1/125, f/2,0, ISO 400
Our mind is such an awesome and mysterious thing. During most of our waking state, everything seems fairly simple, but you soon realize that there are so many other ways to experience consciousness. Have you ever made lucid dreams? Dreams in wich you know you’re dreaming? I have these all the time, and I have them since my youth. With time I have learned to not get too excited, because if you are, usually you wake up. You also learn that if you try to have too much control, it doesn’t work either, because then nothing happen. A few days ago, I was not sleeping very well, and then suddenly I started making these lucid dreams, in wich there were no blackouts between my waking state and my sleeping state. It was like, one minute i was lying in my bed, and then, i left my body and entered in this second reality, just like that. It was amazing, and at the same time, pretty scary. I was walking in my dream, very, very aware that I was dreaming and that everything around me was not real. Still, I was touching things, fabric, walls, and I felt it like it was real. It was like doing an experiement in a dream, live. I was walking in the dream, i didn’t feel like I was sleeping, my mind was not sleeping, it was fully aware, resteless, curious. But at the same time, i could not feel my body, and when i felt it, it as like it was paralized. What’s funny is that I didn’t know what to do. Usually, as soon as I realize that I’m dreaming, I fly. But this time I was just there, doing nothing, almost bored in my dream! I remember standing motionless in the dream, just being there, looking around, alone and thinking « What now? What am I supposed to do? Can’t I just sleep and not be here? » I remember walking and then watching everything dissolve around me, diving in darkness, feeling my body changing into water, feeling the waves going through me, and thinking « Hey, what if I can’t get out of here? What if I’m actually dying? » I then tried hard to wake up, feeling far, far away from my body, getting scared, closing my eyes with the strange but very real effort of trying to wake up and make my body move, or rather, make me move into my body. I finally woke up, almost with a headache.
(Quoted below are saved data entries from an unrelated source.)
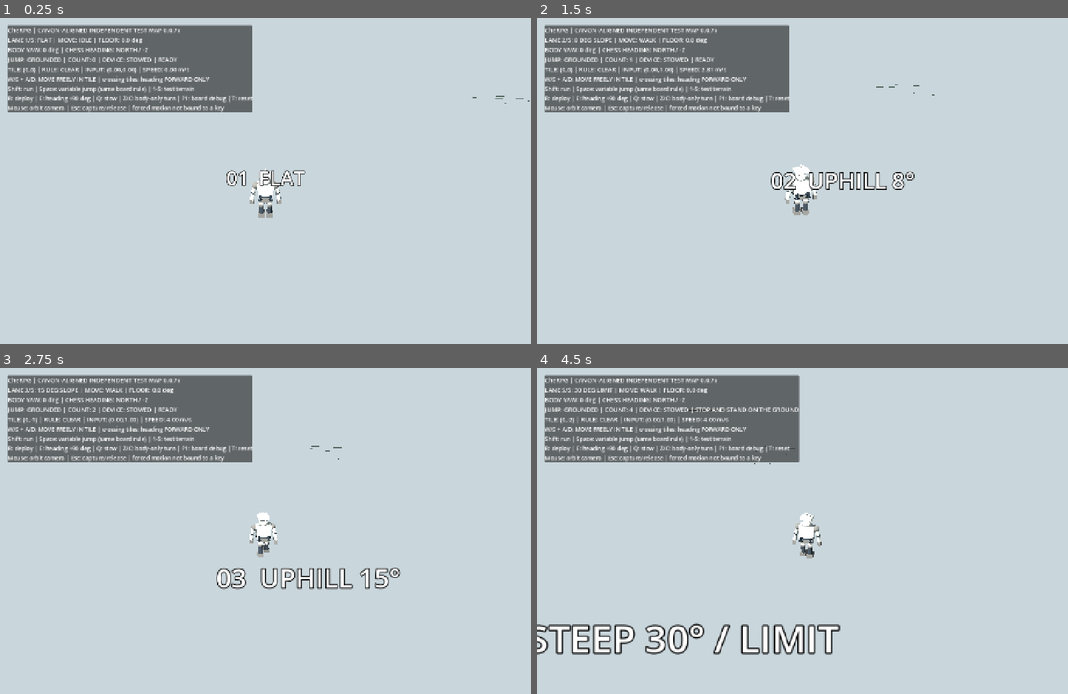
Above: before the commit, frames 1-4 (two rows, left to right).
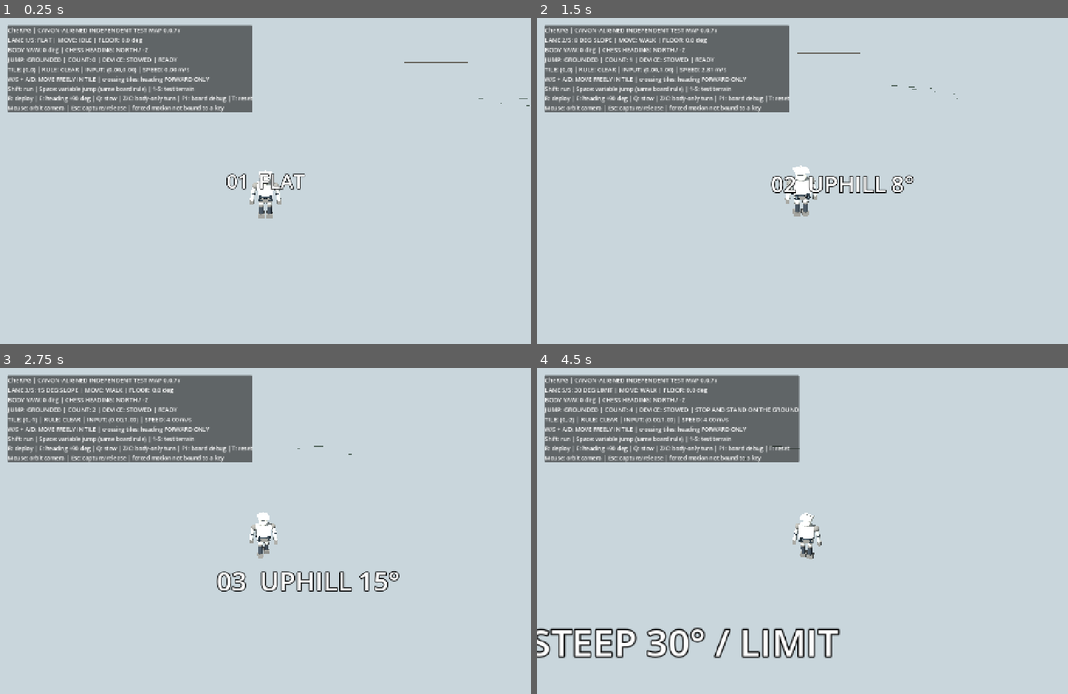
Above: after the commit, the same moments.

Repository: zzunlsj/cherpg
Game: Godot game, scene res://scenes/MotionLab.tscn
Two runs of this game, one before a commit and one after it. Both use one fixed random seed, a clock stepped at 60 frames per second and the inputs below.
Inputs (mouse positions are in pixels of both pictures, inside the frame that each line leads up to):
- Up to frame 1 (0.25 s): no input
- Up to frame 2 (1.5 s): tap Enter at 0.5 s; move the mouse to (829, 181) at 0.52 s; hold W from 0.53 s (still down); tap 1 at 0.6 s; tap Space at 0.77 s; move the mouse to (775, 181) at 1.27 s; tap 2 at 1.35 s
- Up to frame 3 (2.75 s): keep holding W; tap Space at 1.52 s; move the mouse to (276, 524) at 2.02 s; tap 3 at 2.1 s
- Up to frame 4 (4.5 s): keep holding W; move the mouse to (797, 537) at 2.77 s; tap 4 at 2.85 s; tap Space at 3.02, 3.77 s; move the mouse to (839, 534) at 3.52 s; tap 5 at 3.6 s; move the mouse to (760, 527) at 4.27 s; tap R at 4.35 s

The runs differ from the first frame. In frame 1, 0.5% of the frame differs, in the area x 42-100%, y 13-62%; in frame 2, 1.1%; in frame 3, 1.3%; in frame 4, 3.3%, in the area x 0-58%, y 12-90%.

Commit message:
fix(godot): ground-align Pawn feet/capsule and move by flattened camera-relative WASD

Diff:
--- a/godot/tests/motion_rotation_lab/scripts/pawn_controller.gd
+++ b/godot/tests/motion_rotation_lab/scripts/pawn_controller.gd
@@ -24,6 +24,8 @@
 const AIR_PUSH_ACCEL := 7.0
 const AIR_BRAKE := 3.5
 const GRAVITY := 18.0
+# Pawn root at ground level; spawn starts above the sampled surface.
+const SPAWN_CLEARANCE_M := 0.20
 const COYOTE_SECONDS := 0.115    # jump just after losing the edge
 const JUMP_BUFFER_SECONDS := 0.135 # retain jump pressed before touching ground
 const JUMP_VELOCITY := 6.25      # calculated vertical impulse (separate from 2D locomotion)
@@ -56,6 +58,7 @@
 var jump_state := "GROUNDED"
 var ground_normal := Vector3.UP
 var device: Node3D
+var movement_camera: Camera3D
 var avatar: Node3D
 var upper_leg: Array[Node3D] = []
 var knee: Array[Node3D] = []
@@ -79,7 +82,7 @@
 	var collider := CollisionShape3D.new()
 	collider.name = "PawnCollisionCapsule"
 	collider.shape = capsule
-	collider.position.y = 0.765
+	collider.position.y = capsule.height * 0.5 # capsule bottom aligns with character root
 	add_child(collider)
 	stone = _mat(Color("b5b4ab"), 0.0)
 	ivory = _mat(Color("e2dac7"), 0.0)
@@ -168,7 +171,7 @@
 		joint.add_child(foot)
 		foot.position = Vector3(0, -0.325, 0)
 		feet.append(foot)
-		_box(foot, "BODY_" + side + "_Foot", Vector3(0, -0.006, -0.05), Vector3(0.19, 0.12, 0.25), dark)
+		_box(foot, "BODY_" + side + "_Foot", Vector3(0, -0.038, -0.05), Vector3(0.19, 0.12, 0.25), dark)
 		var arm := Node3D.new()
 		arm.name = "RIG_" + side + "_ShoulderPivot"
 		avatar.add_child(arm)
@@ -196,6 +199,19 @@
 func release_jump() -> void:
 	jump_key_down = false
 
+func set_movement_camera(source: Camera3D) -> void:
+	movement_camera = source
+
+func _camera_flat_forward() -> Vector3:
+	# Forward input always uses camera view projected onto the XZ plane.
+	# Never use chess-rule heading or camera pitch to steer the input.
+	if is_instance_valid(movement_camera):
+		var horizontal: Vector3 = -movement_camera.global_transform.basis.z
+		horizontal.y = 0.0
+		if horizontal.length_squared() > 0.0001:
+			return horizontal.normalized()
+	return Vector3.FORWARD
+
 func _horizontal_velocity() -> Vector3:
 	return Vector3(velocity.x, 0.0, velocity.z)
 
@@ -203,7 +219,7 @@
 ## Godot move_and_slide() will handle final collider response after this update.
 func _source_feel_horizontal(current: Vector3, input_vector: Vector2, sprint: bool, delta: float, floor: bool, slope_multiplier: float) -> Vector3:
 	var speed_cap: float = (RUN_MPS if sprint else WALK_MPS) * slope_multiplier
-	var forward: Vector3 = HEADINGS[heading_index]
+	var forward: Vector3 = _camera_flat_forward()
 	var right: Vector3 = forward.cross(Vector3.UP)
 	var intended: Vector3 = (right * input_vector.x + forward * input_vector.y).limit_length(1.0)
 	var magnitude: float = minf(1.0, input_vector.length())
@@ -252,7 +268,7 @@
 	var wants_run: bool = Input.is_key_pressed(KEY_SHIFT) and (not is_zero_approx(raw_axis) or not is_zero_approx(raw_strafe))
 	latest_axis = input_vector.y
 	latest_sprint = wants_run
-	var forward: Vector3 = HEADINGS[heading_index]
+	var forward: Vector3 = _camera_flat_forward()
 	var direction: Vector3 = (forward * input_vector.y + forward.cross(Vector3.UP) * input_vector.x).normalized()
 
 	if was_on_floor:
@@ -396,7 +412,7 @@
 	avatar.position.y = lerpf(avatar.position.y,bounce+squat,minf(1.0,delta*12.0))
 
 func reset_at(world_x: float, base_y: float, world_z: float, index: int) -> void:
-	global_position = Vector3(world_x, base_y + 0.12, world_z)
+	global_position = Vector3(world_x, base_y + SPAWN_CLEARANCE_M, world_z)
 	velocity = Vector3.ZERO
 	lane_index = index
 	heading_index = 0

Later I went back into the same conscious dream state. I then tried to meet someone, anyone, talk to someone. At first I was talking to my father, I heard him, but I couldn’t see him. And then, I decided to meet my grandfather. It worked, I went into a room and there he was. I remember telling him that I was his son’s son, that he was not recognizing me because last time we met I was a very young child.
The more I have these dreams, the more I believe there is enormous potential in this state of mind. It an amazing feeling, scary too, but I’m sure that there is a way to be able to stay conscious and make decision while letting the dream go on and lead you too.
Have you seen Waking Life? It’s an amazing movie. When I saw it, It renewed in me this interest for lucid dreaming. I couldn’t believe they actually made a movie about that!